Keep the pictures out. Copy every line of the listing exactly.

Entries supplied:

--- START ---

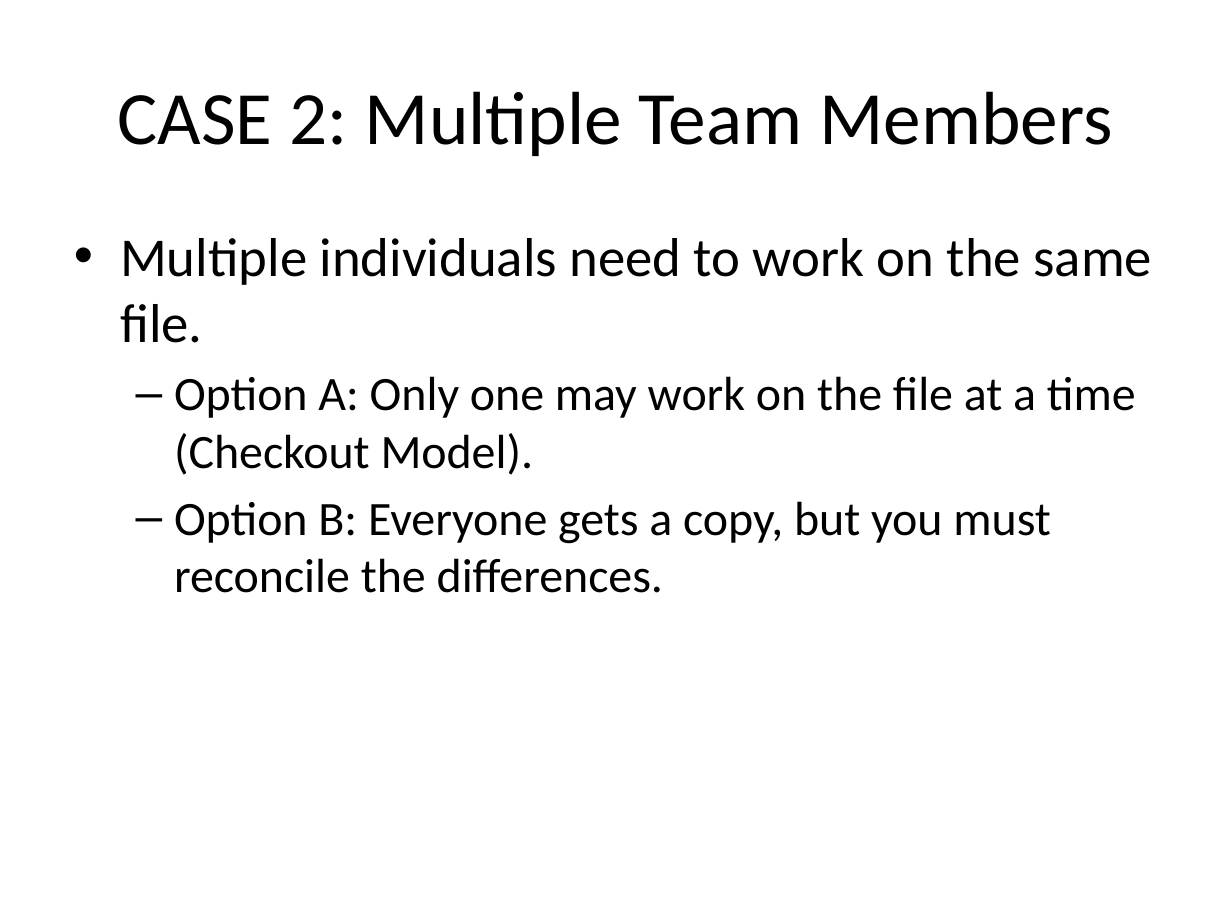
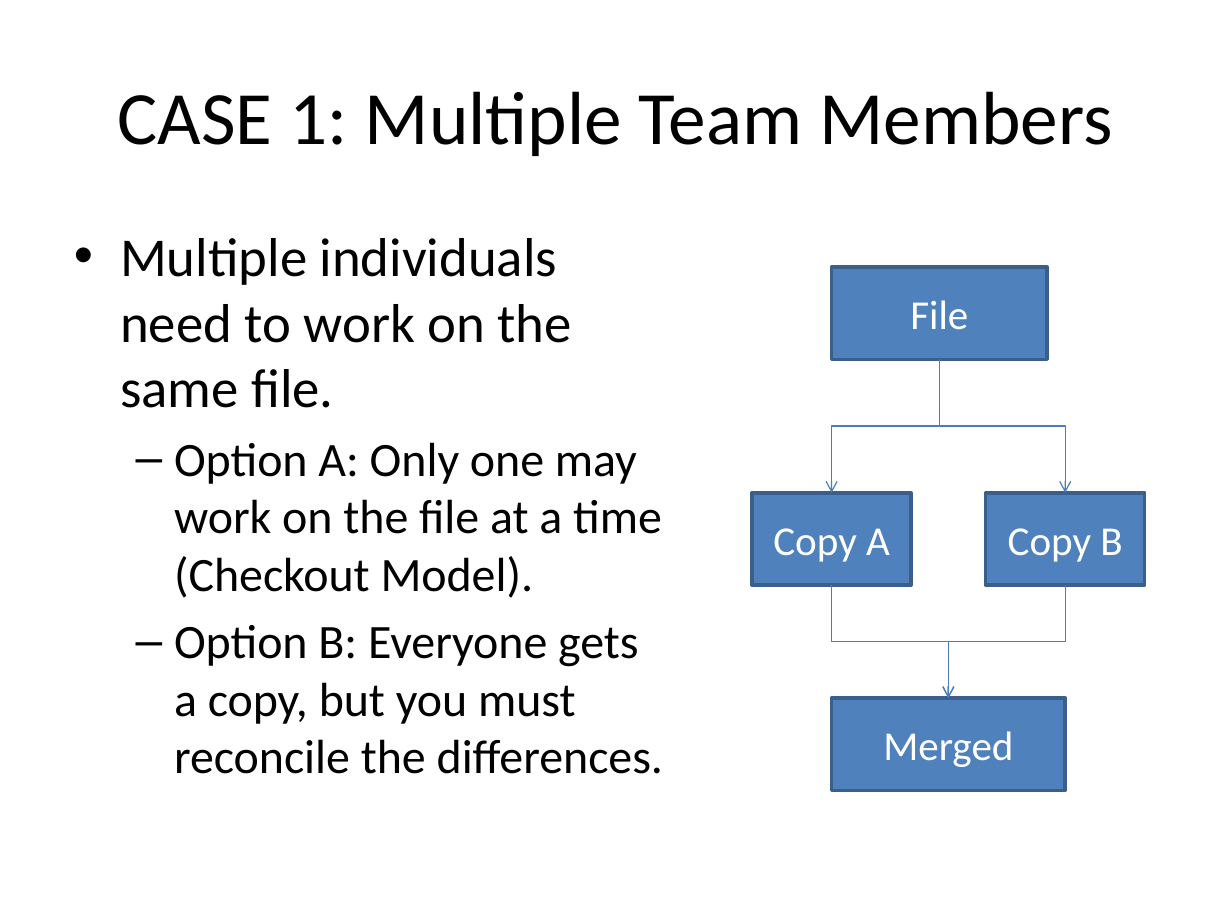
Before and after one commit to c3h899/GIT_Presentatation, a slide deck: slide 15 of Version Control & GIT.pptx (slide 6 before the commit). Drawn at 1232x924 pixels with LibreOffice and Linux fonts; fonts in the diff are those of the drawing. Boxes give left, top, right and bottom in pixels: in the first picture for what was removed or moved away, otherwise in the second. Text is boxed around its words. In the diff, an @@ line names an element or a change of style, - is before the commit and + after.

```diff
--- a/Version Control & GIT.pptx
+++ b/Version Control & GIT.pptx
@@ title at <box>118,91,1113,156</box>: text changed @@
-CASE 2: Multiple Team Members
+CASE 1: Multiple Team Members
@@ text "Multiple individuals need to work ..." rewrapped from <box>120,238,1152,593</box> to <box>120,238,663,774</box> @@
@@ rectangle added at <box>832,267,1047,360</box>, fill #4F81BD, outline #3A5F8C 2 pt, 24 pt, text #FFFFFF @@
+File
@@ elbow arrow added from (939, 360) to (832, 493), #4B7EBC 0.75 pt @@
@@ elbow arrow added from (939, 360) to (1066, 493), #4B7EBC 0.75 pt @@
@@ rectangle added at <box>752,493,910,585</box>, fill #4F81BD, outline #3A5F8C 2 pt, 24 pt, text #FFFFFF @@
+Copy A
@@ rectangle added at <box>986,493,1145,585</box>, fill #4F81BD, outline #3A5F8C 2 pt, 24 pt, text #FFFFFF @@
+Copy B
@@ elbow arrow added from (832, 585) to (949, 699), #4B7EBC 0.75 pt @@
@@ elbow arrow added from (1066, 585) to (949, 699), #4B7EBC 0.75 pt @@
@@ rectangle added at <box>832,699,1066,791</box>, fill #4F81BD, outline #3A5F8C 2 pt, 24 pt, text #FFFFFF @@
+Merged
```
Also in this commit, not shown: 9 other slides changed, 15 slides added, 1 slide removed, 1 other file.

--- END ---

Task solution:
Before and after one commit to c3h899/GIT_Presentatation, a slide deck: slide 15 of Version Control & GIT.pptx (slide 6 before the commit). Drawn at 1232x924 pixels with LibreOffice and Linux fonts; fonts in the diff are those of the drawing. Boxes give left, top, right and bottom in pixels: in the first picture for what was removed or moved away, otherwise in the second. Text is boxed around its words. In the diff, an @@ line names an element or a change of style, - is before the commit and + after.

```diff
--- a/Version Control & GIT.pptx
+++ b/Version Control & GIT.pptx
@@ title at <box>118,91,1113,156</box>: text changed @@
-CASE 2: Multiple Team Members
+CASE 1: Multiple Team Members
@@ text "Multiple individuals need to work ..." rewrapped from <box>120,238,1152,593</box> to <box>120,238,663,774</box> @@
@@ rectangle added at <box>832,267,1047,360</box>, fill #4F81BD, outline #3A5F8C 2 pt, 24 pt, text #FFFFFF @@
+File
@@ elbow arrow added from (939, 360) to (832, 493), #4B7EBC 0.75 pt @@
@@ elbow arrow added from (939, 360) to (1066, 493), #4B7EBC 0.75 pt @@
@@ rectangle added at <box>752,493,910,585</box>, fill #4F81BD, outline #3A5F8C 2 pt, 24 pt, text #FFFFFF @@
+Copy A
@@ rectangle added at <box>986,493,1145,585</box>, fill #4F81BD, outline #3A5F8C 2 pt, 24 pt, text #FFFFFF @@
+Copy B
@@ elbow arrow added from (832, 585) to (949, 699), #4B7EBC 0.75 pt @@
@@ elbow arrow added from (1066, 585) to (949, 699), #4B7EBC 0.75 pt @@
@@ rectangle added at <box>832,699,1066,791</box>, fill #4F81BD, outline #3A5F8C 2 pt, 24 pt, text #FFFFFF @@
+Merged
```
Also in this commit, not shown: 9 other slides changed, 15 slides added, 1 slide removed, 1 other file.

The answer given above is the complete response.